-- Provided entries follows --
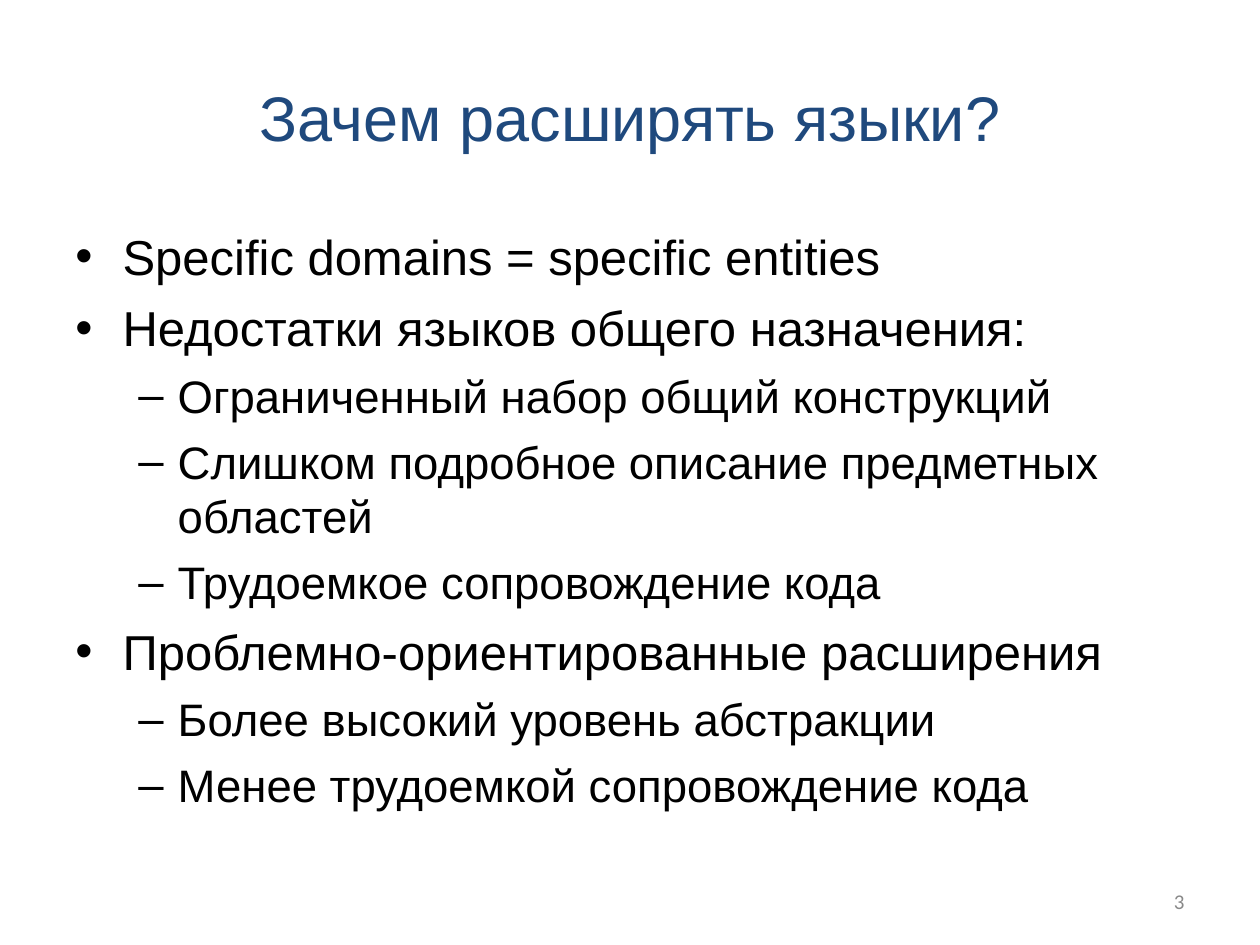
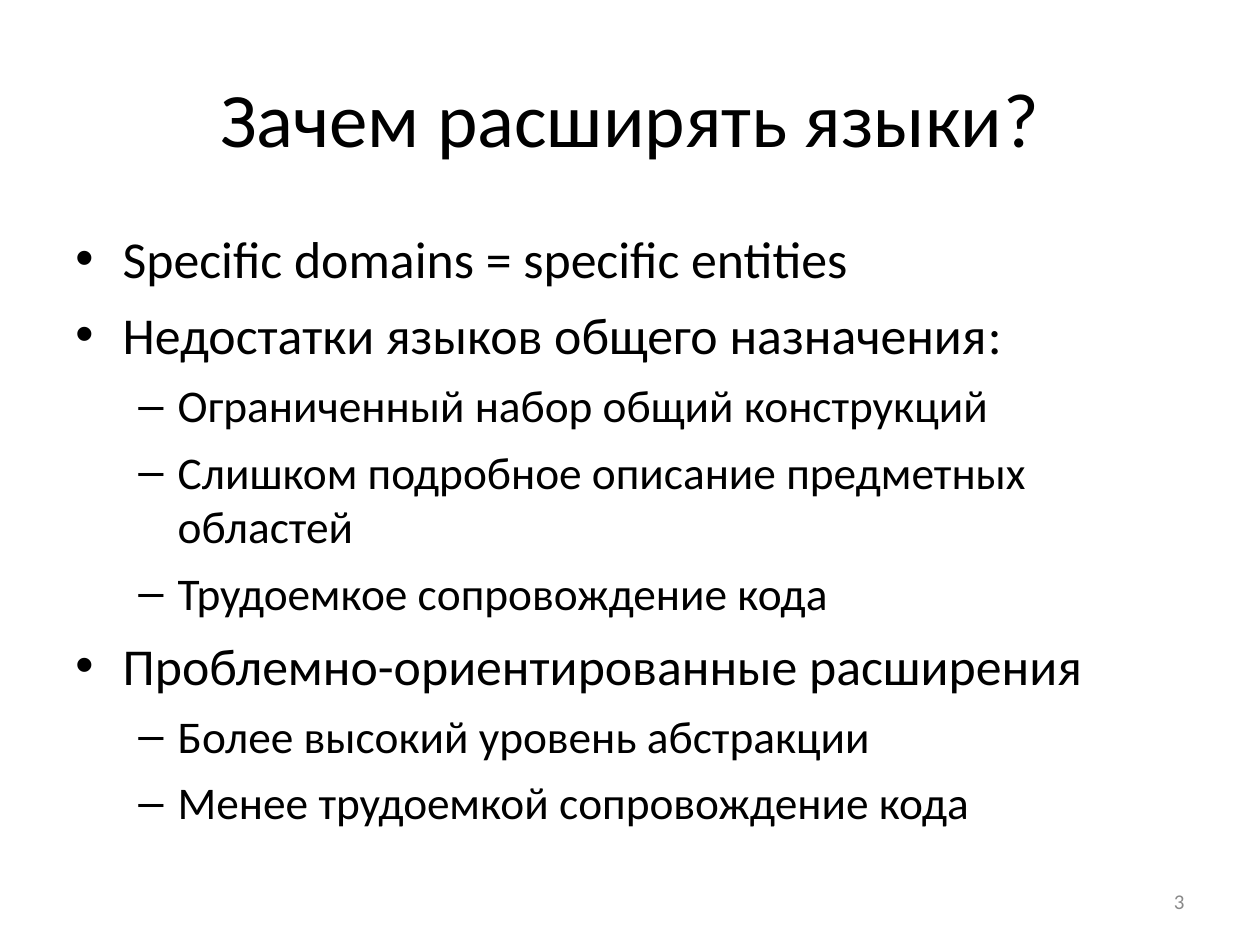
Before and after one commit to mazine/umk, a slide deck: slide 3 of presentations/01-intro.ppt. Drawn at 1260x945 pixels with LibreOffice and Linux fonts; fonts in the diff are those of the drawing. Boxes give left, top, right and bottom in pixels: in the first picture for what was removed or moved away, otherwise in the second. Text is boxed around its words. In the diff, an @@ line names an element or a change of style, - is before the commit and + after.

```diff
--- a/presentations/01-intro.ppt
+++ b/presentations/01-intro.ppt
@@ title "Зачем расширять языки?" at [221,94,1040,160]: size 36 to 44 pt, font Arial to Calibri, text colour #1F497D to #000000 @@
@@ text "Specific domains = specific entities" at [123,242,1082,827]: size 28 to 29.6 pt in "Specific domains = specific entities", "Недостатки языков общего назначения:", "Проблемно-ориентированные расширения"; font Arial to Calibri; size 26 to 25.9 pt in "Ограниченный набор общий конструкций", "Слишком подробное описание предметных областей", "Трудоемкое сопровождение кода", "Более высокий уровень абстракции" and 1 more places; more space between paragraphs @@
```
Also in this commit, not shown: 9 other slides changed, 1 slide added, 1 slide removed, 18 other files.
-- Provided entries concluded --
-- Provided entries follows --
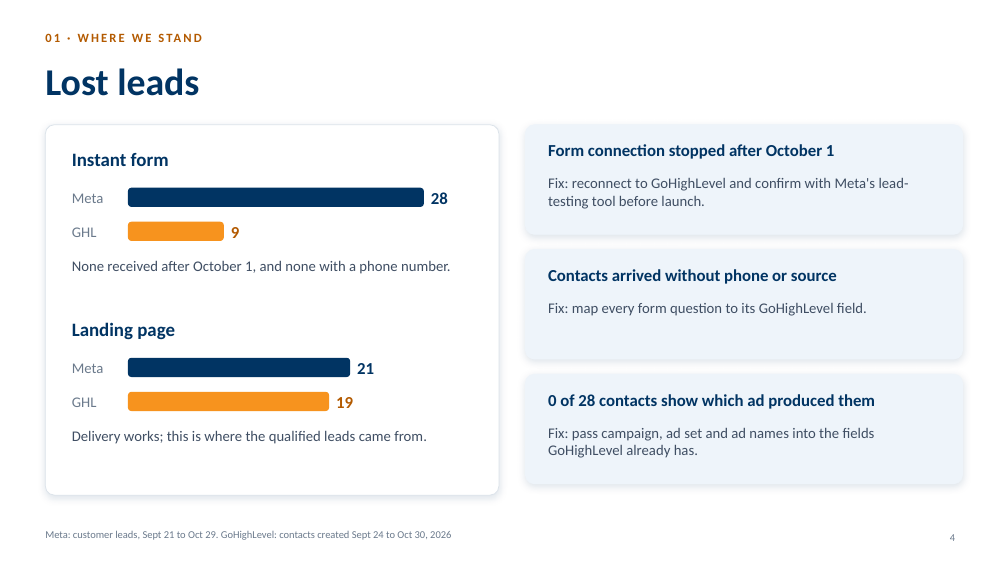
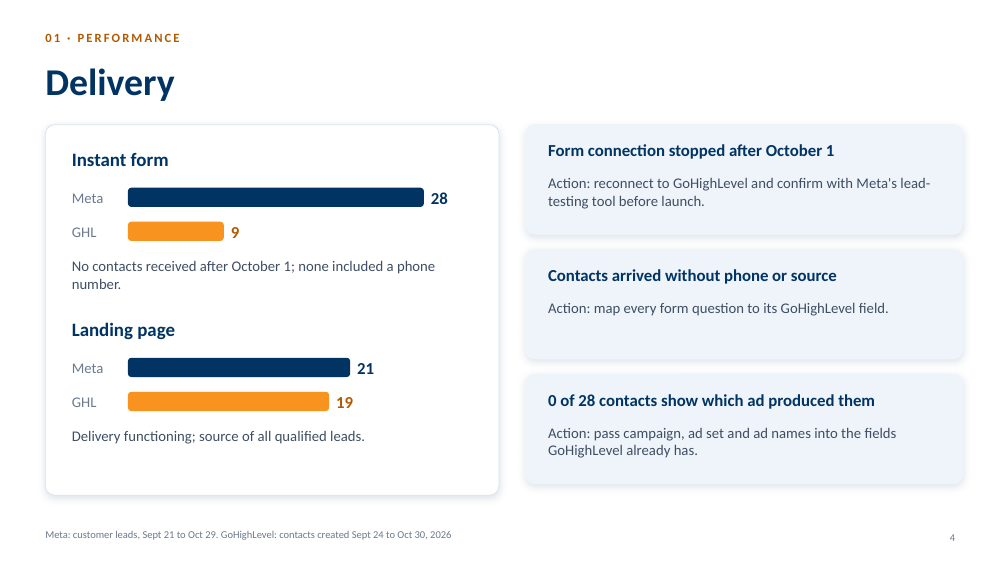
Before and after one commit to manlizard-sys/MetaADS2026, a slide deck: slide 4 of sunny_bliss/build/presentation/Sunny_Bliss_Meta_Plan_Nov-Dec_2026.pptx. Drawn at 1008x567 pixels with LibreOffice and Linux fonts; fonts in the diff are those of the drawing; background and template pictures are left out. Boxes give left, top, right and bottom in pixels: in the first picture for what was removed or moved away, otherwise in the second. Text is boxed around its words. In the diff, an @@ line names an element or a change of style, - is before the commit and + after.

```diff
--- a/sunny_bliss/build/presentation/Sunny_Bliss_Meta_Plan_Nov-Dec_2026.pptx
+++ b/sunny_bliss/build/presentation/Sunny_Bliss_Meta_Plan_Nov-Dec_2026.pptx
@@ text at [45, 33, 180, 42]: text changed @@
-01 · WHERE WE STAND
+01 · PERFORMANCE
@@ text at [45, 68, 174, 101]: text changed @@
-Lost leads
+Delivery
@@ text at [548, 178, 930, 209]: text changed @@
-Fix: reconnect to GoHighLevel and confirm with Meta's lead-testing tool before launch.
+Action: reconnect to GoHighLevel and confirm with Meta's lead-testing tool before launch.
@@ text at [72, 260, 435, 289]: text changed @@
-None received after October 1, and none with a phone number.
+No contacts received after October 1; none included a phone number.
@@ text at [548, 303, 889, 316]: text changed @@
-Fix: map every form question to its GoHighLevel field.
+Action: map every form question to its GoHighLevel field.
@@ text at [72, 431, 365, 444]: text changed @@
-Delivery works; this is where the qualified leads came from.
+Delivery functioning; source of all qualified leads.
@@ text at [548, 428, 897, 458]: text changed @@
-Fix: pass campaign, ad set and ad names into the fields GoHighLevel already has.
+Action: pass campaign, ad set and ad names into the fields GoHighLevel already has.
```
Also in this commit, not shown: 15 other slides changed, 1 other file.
-- Provided entries concluded --
**What you will do:** Among the lines above, tally those containing the string "qualified" and give only the result.

**Answer:** 2